Lower Back Strengthening Exercises: Abdominal Training
Just because it’s easy to lose abdominal strength (sitting, sitting, and more sitting… sound familiar?) doesn’t mean it has to be difficult to gain it. Making an effort to incorporate abdominal exercises into your everyday life can be as simple as setting aside 5 minutes in the morning and at night for bicycle crunches and balance exercises.
Whenever you think of it during the day, tighten your abdominals by pulling in your belly button and standing (or sitting) tall.
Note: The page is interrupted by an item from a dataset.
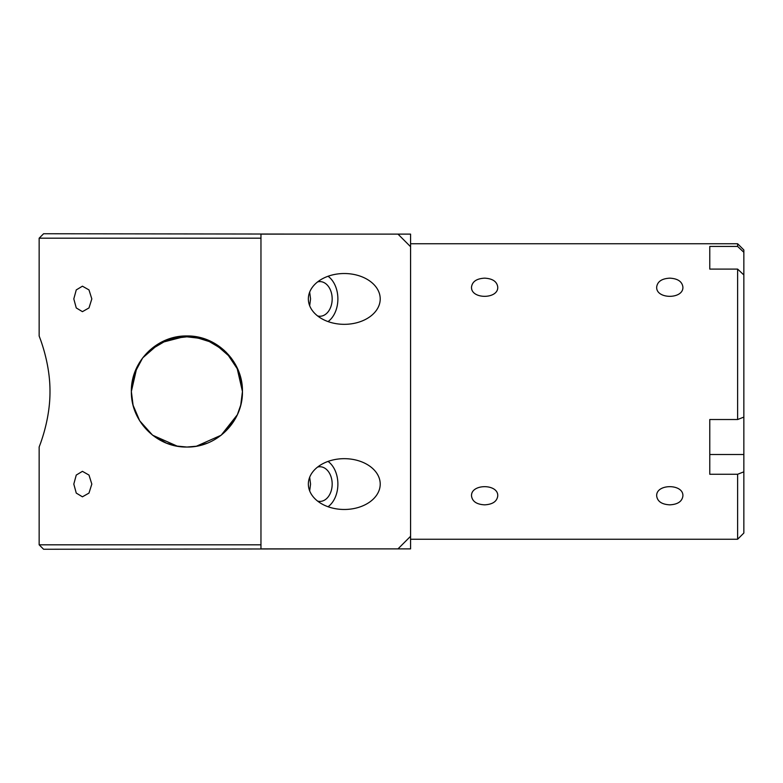 <?xml version="1.0" encoding="UTF-8"?>
<svg xmlns="http://www.w3.org/2000/svg" width="783" height="783" viewBox="0 0 783 783"><rect width="100%" height="100%" fill="white"/><g stroke="black" fill="none" stroke-linecap="round" stroke-linejoin="round"><path stroke-width="1.17" d="M669.788 278.161C677.745 278.582 682.12 281.528 682.893 287.018C683.696 299.429 655.88 299.429 656.683 287.018C657.456 281.528 661.831 278.582 669.788 278.161M484.638 278.161C492.595 278.582 496.96 281.528 497.743 287.018C498.546 299.429 470.72 299.429 471.523 287.018C472.306 281.528 476.671 278.582 484.638 278.161M709.78 454.522L743.85 454.522L743.85 274.97L737.625 269.098L737.625 419.522L743.85 417.094M737.625 269.098L709.78 269.098L709.78 246.43L737.625 246.43L743.85 252.302L743.85 274.97M410.576 243.748L737.625 243.748L737.625 246.43M737.625 539.252L743.85 533.037L743.85 471.836L737.625 474.263L737.625 539.252L410.576 539.252M737.625 474.263L709.78 474.263L709.78 419.522L737.625 419.522M669.788 504.839C661.831 504.418 657.456 501.472 656.683 495.982C655.88 483.571 683.696 483.571 682.893 495.982C682.12 501.472 677.745 504.418 669.788 504.839M484.638 504.839C476.671 504.418 472.306 501.472 471.523 495.982C470.72 483.571 498.546 483.571 497.743 495.982C496.96 501.472 492.595 504.418 484.638 504.839M709.78 246.43L709.78 260.582M743.85 252.302L743.85 249.963L737.625 243.748M743.85 454.522L743.85 471.836M380.215 484.08A35.93 25.399 180 0 1 344.285 509.479A35.93 25.399 180 0 1 308.355 484.08A35.93 25.399 180 0 1 344.285 458.672A35.93 25.399 180 0 1 380.215 484.08M328.048 461.422A25.399 17.96 -90 0 1 337.884 484.08A25.399 17.96 -90 0 1 328.048 506.738M317.614 501.1A17.334 12.254 90 0 0 319.924 501.404A17.334 12.254 90 0 0 332.178 484.08A17.334 12.254 90 0 0 319.924 466.746A17.334 12.254 90 0 0 317.614 467.06M380.215 298.92A35.93 25.399 180 0 1 344.285 324.328A35.93 25.399 180 0 1 308.355 298.92A35.93 25.399 180 0 1 344.285 273.521A35.93 25.399 180 0 1 380.215 298.92M328.048 276.262A25.399 17.96 -90 0 1 337.884 298.92A25.399 17.96 -90 0 1 328.048 321.578M317.614 315.94A17.334 12.254 90 0 0 319.924 316.254A17.334 12.254 90 0 0 332.178 298.92A17.334 12.254 90 0 0 319.924 281.596A17.334 12.254 90 0 0 317.614 281.9M397.979 234.117L260.964 234.117L260.964 548.883L397.979 548.883L410.576 536.286L410.576 246.714L397.979 234.117L410.576 234.117L410.576 246.714M309.676 490.892L310.557 484.08L309.676 477.268M309.676 305.732L310.557 298.92L309.676 292.108M410.576 536.286L410.576 548.883L397.979 548.883M73.808 298.92L76.254 307.934L82.43 311.663L88.988 307.934L91.826 298.92L88.988 289.916L82.43 286.186L76.254 289.916L73.808 298.92M73.808 484.08L76.254 493.084L82.43 496.814L88.988 493.084L91.826 484.08L88.988 475.066L82.43 471.337L76.254 475.066L73.808 484.08M260.964 544.811L39.15 544.811L39.15 447.044C38.768 447.563 50.151 421.479 49.985 391.5C50.151 361.521 38.768 335.437 39.15 335.956L39.15 238.189L260.964 238.189M39.15 238.189L43.594 233.745L330.583 234.117M159.928 342.944L186.902 335.956L208.278 340.233L226.189 352.233L238.179 370.134L242.446 391.5L236.906 367.305M224.329 350.451L204.725 338.873L181.676 336.22L159.703 343.071L142.663 357.919L134.284 373.697L131.358 391.5L133.081 405.222L139.717 420.814L152.558 435.152L166.368 443.109L176.077 445.987L186.902 447.044L196.376 446.232L221.178 435.211L237.357 414.726L240.831 404.811L242.446 391.5C242.984 361.521 216.901 335.437 186.902 335.956C156.903 335.437 130.83 361.521 131.358 391.5L136.898 367.305M133.795 375.223L131.368 391.5C130.83 421.479 156.903 447.563 186.902 447.044C216.901 447.563 242.984 421.479 242.446 391.5L240.724 405.222M149.484 350.451L169.089 338.873L192.129 336.22L214.102 343.071L231.151 357.919M240.009 375.223L242.436 391.5M234.088 420.814L221.256 435.152M207.436 443.109L197.727 445.987M177.438 446.232L152.626 435.211M136.448 414.726L132.973 404.811M330.583 548.883L43.594 549.255L39.15 544.811"/></g></svg>

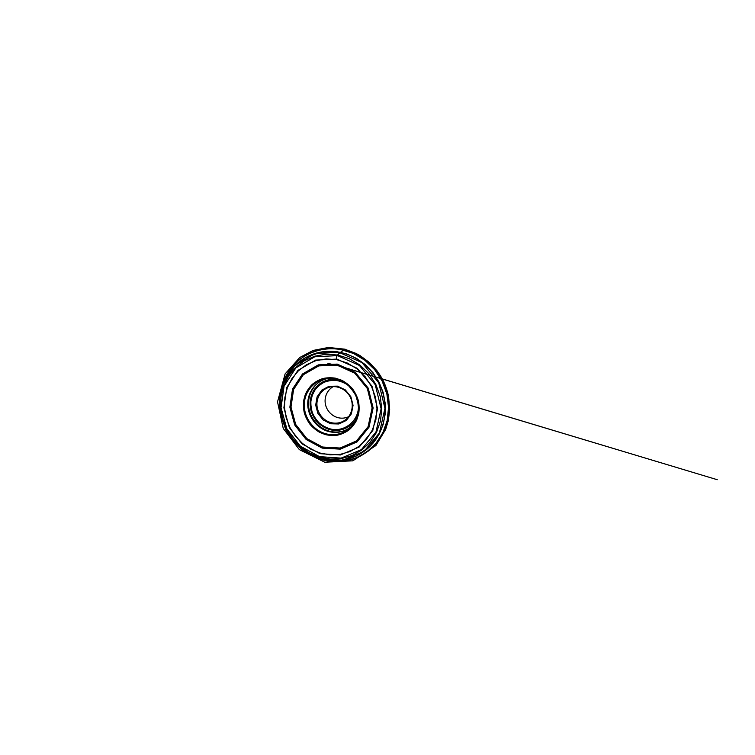 <?xml version="1.0" encoding="UTF-8"?>
<svg xmlns="http://www.w3.org/2000/svg" width="755" height="755" viewBox="0 0 755 755"><rect width="100%" height="100%" fill="white"/><g stroke="black" fill="none" stroke-linecap="round" stroke-linejoin="round"><path stroke-width="1.13" d="M325.433 434.625L319.639 432.341C316.015 430.199 312.806 427.528 310.012 424.319C307.53 420.865 305.643 417.109 304.35 413.06C303.444 408.908 303.208 404.746 303.661 400.556L305.294 394.554C307.002 390.75 309.305 387.381 312.211 384.427C315.411 381.794 318.997 379.822 322.98 378.51C327.104 377.632 331.303 377.528 335.588 378.198L341.788 380.293C345.724 382.389 349.225 385.135 352.283 388.523C355.001 392.213 357.021 396.243 358.361 400.622C359.248 405.095 359.352 409.54 358.682 413.948L356.653 420.148C354.633 423.98 352.038 427.283 348.867 430.048C345.441 432.455 341.713 434.144 337.683 435.135C333.587 435.692 329.501 435.522 325.433 434.625M327.33 378.576C315.467 381.256 307.285 392.76 307.757 404.897C308.163 417.034 316.949 428.378 328.548 431.501C337.164 433.625 344.903 431.851 351.764 426.16M333.219 386.617C327.396 389.844 324.206 396.828 325.282 403.538C326.349 410.239 331.558 416.043 338.042 417.685C341.713 418.581 345.252 418.242 348.659 416.684M331.039 422.63C336.532 423.942 341.505 422.885 345.96 419.459C352.217 414.429 354.142 404.595 350.169 396.913C346.243 389.202 337.136 385.041 329.397 387.192C321.696 389.278 316.468 396.998 316.93 405.086C317.355 413.174 323.319 420.639 331.039 422.63M330.586 423.753L323.14 419.931L317.855 413.306L315.694 405.105L317.072 396.866L321.809 390.127L329.057 386.267L337.457 386.135L345.28 389.863L350.886 396.752L353.057 405.359L351.377 413.853L346.252 420.488L338.816 423.98L330.586 423.753M347.517 384.805C343.874 382.521 340.005 381.048 335.899 380.378C331.775 380.209 327.84 380.85 324.093 382.313C320.564 384.21 317.562 386.72 315.08 389.863L312.315 395.129L310.928 400.971C310.692 405.029 311.202 409.012 312.447 412.919C314.099 416.684 316.345 420.025 319.205 422.951C322.357 425.556 325.839 427.49 329.671 428.746C343.383 432.908 358.738 421.63 358.465 406.133M319.761 381.671C311.117 387.523 306.926 398.678 309.012 409.097C311.107 419.516 319.233 428.434 329.34 431.171C334.588 432.549 339.75 432.332 344.827 430.501M300.49 358.88C306.662 354.246 313.476 351.132 320.922 349.537C328.793 347.829 337.183 348.121 346.092 350.414L346.092 350.414C345.582 349.008 344.648 348.885 343.308 350.037L340.637 352.255C338.665 353.566 335.701 356.266 336.702 359.059C336.343 357.927 336.551 356.615 337.315 355.143L344.582 349.15C345.375 349.121 345.884 349.546 346.092 350.414L356.209 354.312L365.552 360.182L373.612 367.676L380.029 376.273L384.654 385.427C386.89 391.552 388.315 398.055 388.938 404.954L388.495 415.514L386.069 425.933L381.709 435.654L375.679 444.129L368.393 450.999L360.352 456.105L352.047 459.465M325.49 434.323L314.599 428.604L306.87 418.846L303.652 406.822L305.567 394.686L312.419 384.682L323.065 378.84L335.531 378.538L347.262 384.059L355.69 394.393L358.936 407.313L356.351 419.997L348.659 429.793L337.608 434.814L325.49 434.323M337.221 365.146L318.818 365.882L303.34 374.735L293.591 389.467L290.986 407.096L295.696 424.452L306.823 438.589L322.527 447.026L340.175 448.026L356.511 440.929L368.1 426.66L372.13 407.851L367.355 388.561L354.727 373.187L337.221 365.146M337.249 364.099L355.246 372.338L368.223 388.127L373.121 407.955L368.968 427.264L357.049 441.901L340.288 449.14L322.196 448.102L306.105 439.438L294.705 424.952L289.873 407.171L292.525 389.099L302.51 373.97L318.365 364.873L337.249 364.099M320.214 453.094L330.161 454.859L340.26 454.368L350.009 451.547L358.927 446.441L366.505 439.231L372.272 430.218L375.858 419.846L376.981 408.672L375.518 397.328L371.517 386.484L365.212 376.802L356.992 368.836L347.347 363.042L336.872 359.701L326.179 358.927L315.845 360.673L306.407 364.759L298.3 370.894L291.864 378.68L287.344 387.721L284.861 397.555L284.484 407.738L286.192 417.817L289.863 427.387L295.356 436.05L302.444 443.43L310.843 449.206L320.214 453.094M320.044 453.68L302.066 443.893L289.344 427.66L283.889 407.766L286.768 387.504L297.857 370.46L315.618 360.097L336.909 359.097L357.304 368.346L372.026 386.23L377.557 408.719L372.781 430.548L359.248 446.969L340.335 454.982L320.044 453.68M319.516 456.643L341.156 458.115L361.39 449.64L375.943 432.134L381.124 408.757L375.226 384.635L359.408 365.467L337.532 355.614L314.75 356.775L295.828 367.93L284.069 386.154L281.049 407.738L286.862 428.897L300.396 446.186L319.516 456.643M338.929 352.311L314.911 353.633L295.026 365.439L282.7 384.635L279.567 407.294L285.664 429.491L299.848 447.621L319.903 458.625L342.657 460.22L364.004 451.367L379.416 432.964L384.956 408.313L378.755 382.851L362.041 362.645L338.929 352.311M337.702 355.02L349.206 358.644L359.814 364.967L368.874 373.697L375.801 384.342L380.19 396.252L381.766 408.719L380.501 420.988L376.518 432.341L370.139 442.185L361.805 450.027L352.028 455.548L341.354 458.578L330.341 459.059L319.497 457.077L309.314 452.811L300.197 446.507L292.506 438.476L286.541 429.057L282.54 418.657L280.671 407.691L281.049 396.62L283.71 385.899L288.599 376.028L295.573 367.487L304.388 360.748L314.684 356.218L325.981 354.237L337.702 355.02M284.352 380.614C293.016 360.899 315.42 347.81 338.646 352.085L339.07 352.16C355.388 355.18 370.733 366.628 378.821 382.464C386.843 398.319 387.051 417.449 379.878 432.407C369.808 453.764 346.12 464.344 325.046 459.889M379.944 432.266L379.954 432.238C387.117 417.317 386.909 398.234 378.897 382.417C370.837 366.628 355.53 355.209 339.25 352.189L338.797 352.113M316.468 353.057L326.358 351.32L336.607 351.613L346.809 353.982L356.549 358.398L365.42 364.722L373.017 372.734L379.01 382.106L383.134 392.44L385.21 403.283L385.192 414.174L383.096 424.669L379.076 434.342L373.338 442.836L366.166 449.857M299.943 447.724C306.171 453.151 313.221 457.068 321.083 459.474L332.738 461.626L344.601 461.145L356.134 457.936L366.722 452.028L375.782 443.6L382.747 433.011L387.117 420.752L388.551 407.502L386.881 394.016L382.162 381.133L374.65 369.629L364.835 360.22L353.331 353.425L340.873 349.584C323.555 346.507 306.285 352.349 294.875 363.853C283.493 375.452 278.114 391.996 279.605 408.106M294.356 364.382C305.681 352.396 323.395 346.186 341.034 349.452L342.289 349.688C358.663 353.076 373.933 364.656 382.106 380.52C390.231 396.413 390.741 415.561 383.946 430.841C376.509 447.696 360.805 458.964 344.063 461.23M384.286 430.057L384.635 429.293C391.279 414.344 390.788 395.639 382.861 380.133C374.876 364.646 359.975 353.349 343.95 350.037L343.129 349.867M325.735 433.729C313.533 430.407 304.388 418.261 304.256 405.473C304.057 392.685 313.183 380.86 325.867 378.774C337.089 376.868 349.584 383.295 355.218 394.327C360.89 405.331 358.833 419.223 350.745 427.236C344.252 433.785 334.474 436.163 325.735 433.729M337.051 379.378L331.53 379.246C327.906 379.774 324.508 380.916 321.356 382.662C318.402 384.72 315.892 387.221 313.835 390.175C312.079 393.327 310.881 396.686 310.248 400.282C309.956 403.916 310.239 407.53 311.107 411.116C312.296 414.608 313.995 417.826 316.194 420.79C319.818 424.961 324.48 428.009 329.68 429.576C339.976 432.483 351.688 427.689 356.766 417.798M338.674 365.864L717.25 479.708L382.266 378.916M361.362 372.621L341.439 366.571L327.878 363.344M332.851 364.523L340.127 366.222M344.582 349.15L355.954 353.387L360.38 355.813L369.497 362.589L377.273 371.073L383.351 380.926C385.626 385.88 387.362 390.996 388.561 396.271L389.674 409.71L388.363 420.45L385.701 429.34L375.896 445.554L352.83 460.824L324.782 462.23L299.32 449.593L283.248 428.453L277.529 401.877L285.116 373.885L299.782 357.493L313.08 350.452L328.444 347.46L344.582 349.15M299.707 447.526C308.2 454.925 317.997 459.502 329.076 461.258L341.864 461.531L352.236 459.408L362.041 455.142L370.856 448.819L378.293 440.627L384.635 429.293C391.316 414.24 390.797 395.573 382.898 380.114C374.942 364.684 360.078 353.378 343.95 350.037L341.034 349.452C324.301 346.479 307.549 351.802 296.12 362.579C289.637 368.95 284.956 376.424 282.068 384.993L279.501 398.064L279.633 408.417M379.878 432.407L369.79 446.601L355.954 456.246L340.014 460.625L323.64 459.635L308.351 453.661L295.413 443.43L285.862 429.916L280.454 414.287L279.68 397.809L283.738 381.907L292.478 368.025L305.331 357.625L321.234 352L338.646 352.085M325.867 378.774C334.758 377.311 344.591 380.879 351.037 388.212L355.614 395.158L357.606 400.697L358.521 408.011L357.596 415.184L354.925 421.734L350.745 427.236"/></g></svg>

As we discussed earlier, posture is both a cause and effect of abdominal strength, or the lack thereof.
If you know you’ll be more successful with a structured ab strengthening routine, join a gym or studio that offers core strengthening classes, and go as many days a week as you can. Core strengthening exercises and lower back strengthening exercise are one and the same. So to reduce chronic low back pain and increase your body’s overall functionality, incorporate both into your daily life. It’s easier than you might think, and time will show that the choice was a good one.